His fellow Resistors helped, of course, and they could pass messages to one another (along with designs and tools) via polymer worms, but he’d never seen his fellow prisoners.
And of course he never stopped thinking about the outside world—and about Bert, Raj, and the others. What had happened to them? He even wondered what had happened to Marrano and Johnson—the two Wall Street guys who’d been visiting the lab when the BTC came down on them. Maybe they were BTC officers—who knew?
How many of his friends were here in Hibernity? He feared the worst for them. But Grady made it his mission to find them, and that mission had so far failed. He couldn’t imagine suffering under the cruelty of the interrogatory AIs for years. He’d only been subjected to it for five months, and that had nearly driven him insane. He didn’t want to contemplate how badly he’d failed Bert and the others. So far the Resistors only numbered a few dozen members—only adding one to their number since Grady had joined. No telling how many others remained undiscovered and without hope. The crawlers moved randomly, and only found new cells by chance.

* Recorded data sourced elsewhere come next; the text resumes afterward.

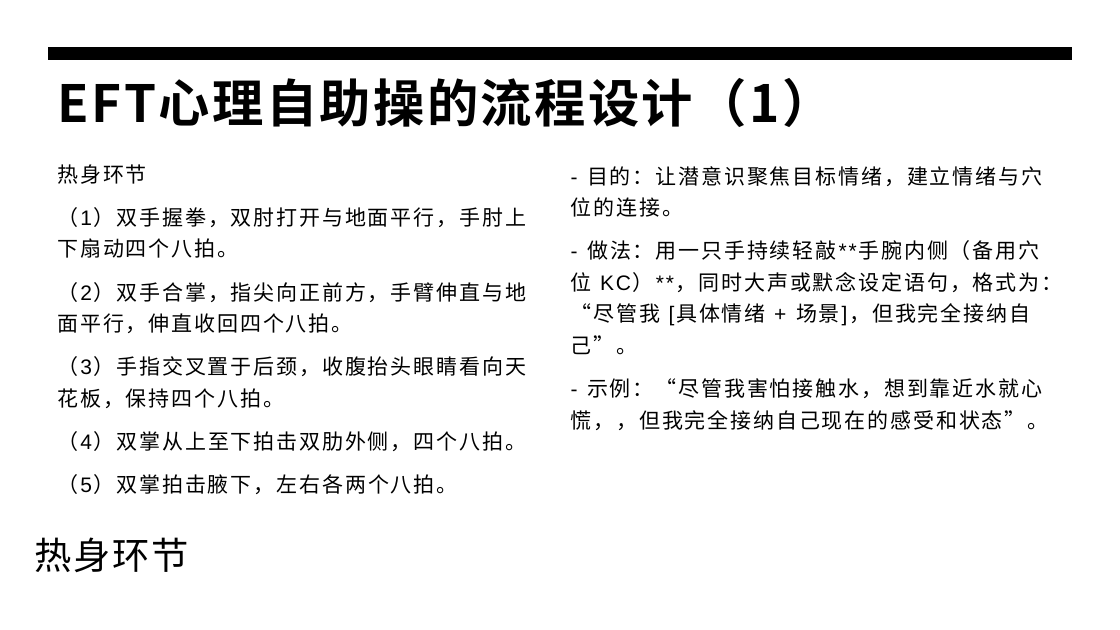
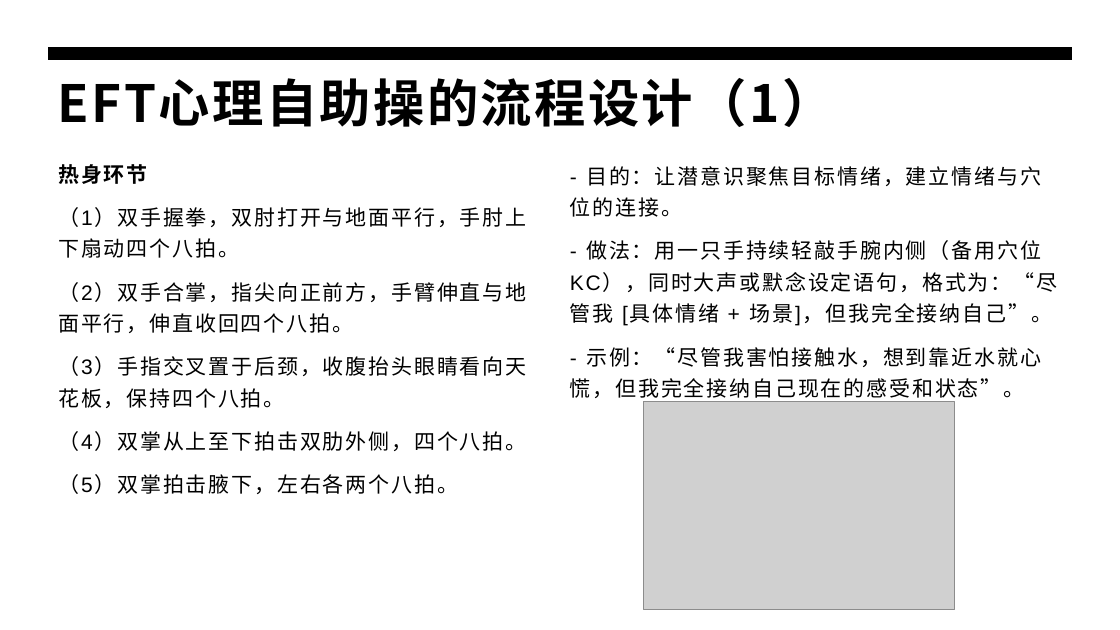
Before and after one commit to panxibei/writing, a slide deck: slide 11 of 44_心理学/28_浥尘伙伴社团原创：音乐治疗/PPT/浥尘伙伴社团原创：情绪释放疗法（EFT）心理训练.pptx. Drawn at 1120x630 pixels with LibreOffice and Linux fonts; fonts in the diff are those of the drawing; grey boxes stand for pictures. Boxes give left, top, right and bottom in pixels: in the first picture for what was removed or moved away, otherwise in the second. Text is boxed around its words. In the diff, an @@ line names an element or a change of style, - is before the commit and + after.

```diff
--- a/44_心理学/28_浥尘伙伴社团原创：音乐治疗/PPT/浥尘伙伴社团原创：情绪释放疗法（EFT）心理训练.pptx
+++ b/44_心理学/28_浥尘伙伴社团原创：音乐治疗/PPT/浥尘伙伴社团原创：情绪释放疗法（EFT）心理训练.pptx
@@ text at <box>58,164,147,184</box>: bold on in "热身环节" @@
@@ text at <box>570,240,1058,398</box>: text changed @@
-- 做法：用一只手持续轻敲**手腕内侧（备用穴位 KC）**，同时大声或默念设定语句，格式为：“尽管我 [具体情绪 + 场景]，但我完全接纳自己”。
-- 示例：“尽管我害怕接触水，想到靠近水就心慌，，但我完全接纳自己现在的感受和状态”。
+- 做法：用一只手持续轻敲手腕内侧（备用穴位 KC），同时大声或默念设定语句，格式为：“尽管我 [具体情绪 + 场景]，但我完全接纳自己”。
+- 示例：“尽管我害怕接触水，想到靠近水就心慌，但我完全接纳自己现在的感受和状态”。
@@ picture added at <box>644,402,955,609</box> @@
@@ text removed at <box>34,537,189,572</box> @@
-热身环节
```
Also in this commit, not shown: 19 other slides changed, 1 other file.

Grady was roused from his thoughts by a brilliant red laser dot flashed across his video of the Italian coastline. He gestured with one hand to dismiss the video. The indifferent gray nanomaterial walls returned, but the laser dot remained.
It was a beacon he’d rigged to alert him whenever a message from a fellow Resistor came in.
Grady moved toward a jerry-rigged computer on his only table. Since they couldn’t trust BTC computer systems, they’d built their own from parts their polymer worms had scavenged. Grady’s was a system nearly invisible to the naked eye, assembled on a ceramic plate. The computer’s microscopic quantum processor he’d gleaned from the multiprocessor array that powered the interrogatory AI’s brain. No loss there. The machine had a thousand more of them, and while silencing the alarm had been difficult, it felt like payback to tinker with the sadistic AI’s mind.
Grady had followed a design worked up by one of the pioneers of quantum computing—Aleksandrina Kovshevnikov, a Bulgarian woman in her fifties who was also interred here in Hibernity. Her level of intelligence made speaking with her painful, for she didn’t mask her disdain for anyone not her intellectual equal. Only her respect for Grady’s supposed achievement made her willing to assist him. The computer she’d helped him build was a hundred thousand times more powerful than anything he’d ever had access to. And it fit on a small dinner plate.
Grady tapped at the computer’s holographic 3D field. Two-dimensional displays had been left behind in the ’90s; phased array optics and plasma emission made vivid, three-dimensional holographic fields practical. These realistic apparitions could be manipulated by hand. It was remarkable how quickly his mind had grafted onto this new form of UI, and by now it felt as natural as working with real physical objects. A few deft motions of his hand, and he could suddenly see a voiceprint equalizer floating in the air before him—a security measure against AIs masquerading as friends.